Constant-R wavelength grid: The grid is constructed so that Δν/ν = 1/R at each centre point (not constant spacing in wavenumber). This is the standard astronomical convention and means the wavelength file can be shared across species with the same R.
16-point Gauss-Legendre quadrature split at g = 0.9: Eight nodes are placed below g = 0.9 (the mostly transparent region, where fewer quadrature points are needed) and eight above (the opaque tail, where the integrand varies rapidly).

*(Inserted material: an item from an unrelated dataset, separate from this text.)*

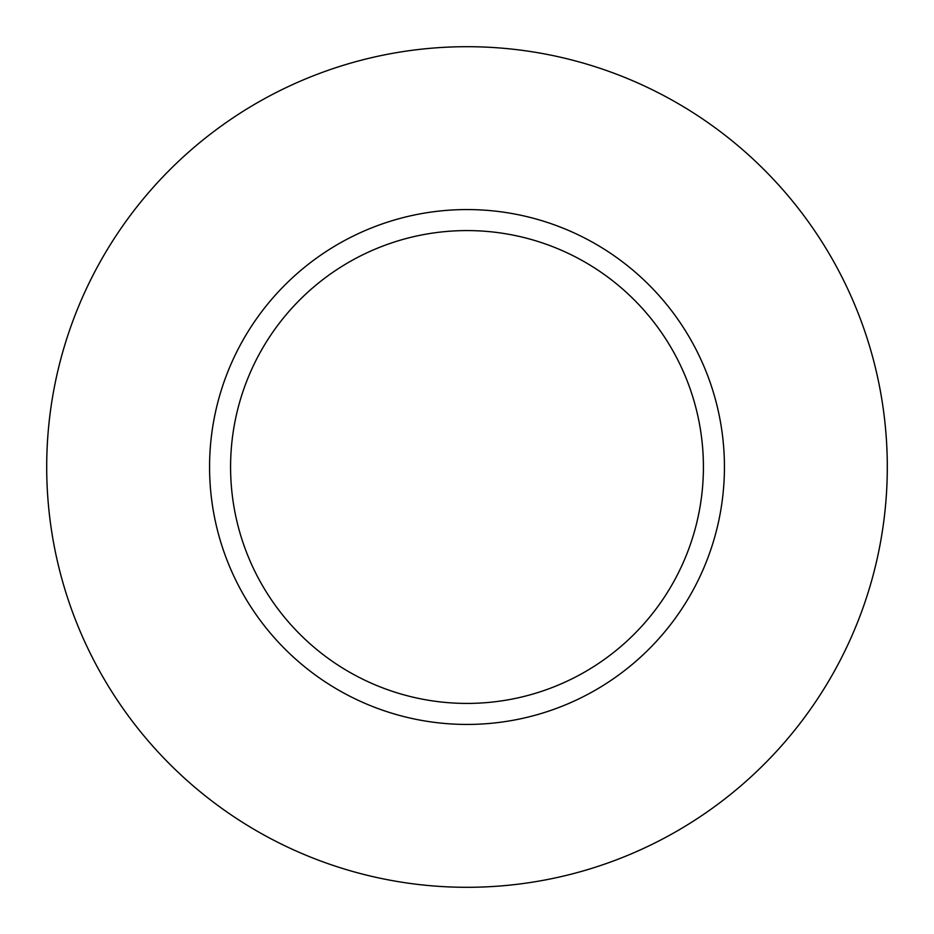 <?xml version="1.0" encoding="UTF-8"?>
<svg xmlns="http://www.w3.org/2000/svg" width="934" height="934" viewBox="0 0 934 934"><rect width="100%" height="100%" fill="white"/><g stroke="black" fill="none" stroke-linecap="round" stroke-linejoin="round"><path stroke-width="1.4" d="M703.419 467A236.419 236.419 0 0 0 467 230.581A236.419 236.419 0 0 0 230.581 467A236.419 236.419 0 0 0 467 703.419A236.419 236.419 0 0 0 703.419 467M887.3 467A420.3 420.3 0 0 0 467 46.7A420.3 420.3 0 0 0 46.7 467A420.3 420.3 0 0 0 467 887.3A420.3 420.3 0 0 0 887.3 467M724.434 467A257.434 257.434 0 0 1 467 724.434A257.434 257.434 0 0 1 209.566 467A257.434 257.434 0 0 1 467 209.566A257.434 257.434 0 0 1 724.434 467"/></g></svg>

This split improves flux accuracy compared to a uniform 16-point scheme at the same cost.
log₁₀ storage: All cross-sections are stored as log₁₀(σ) with a minimum floor of log₁₀(10⁻⁹⁹) = −99. This avoids log(0) issues and reduces dynamic-range demands on float32 storage.
Zarr v3 format: Blosc/lz4 compression with byte-shuffle is used as it prioritises read throughput over compression ratio, which is important for the forward model’s random-access interpolation pattern.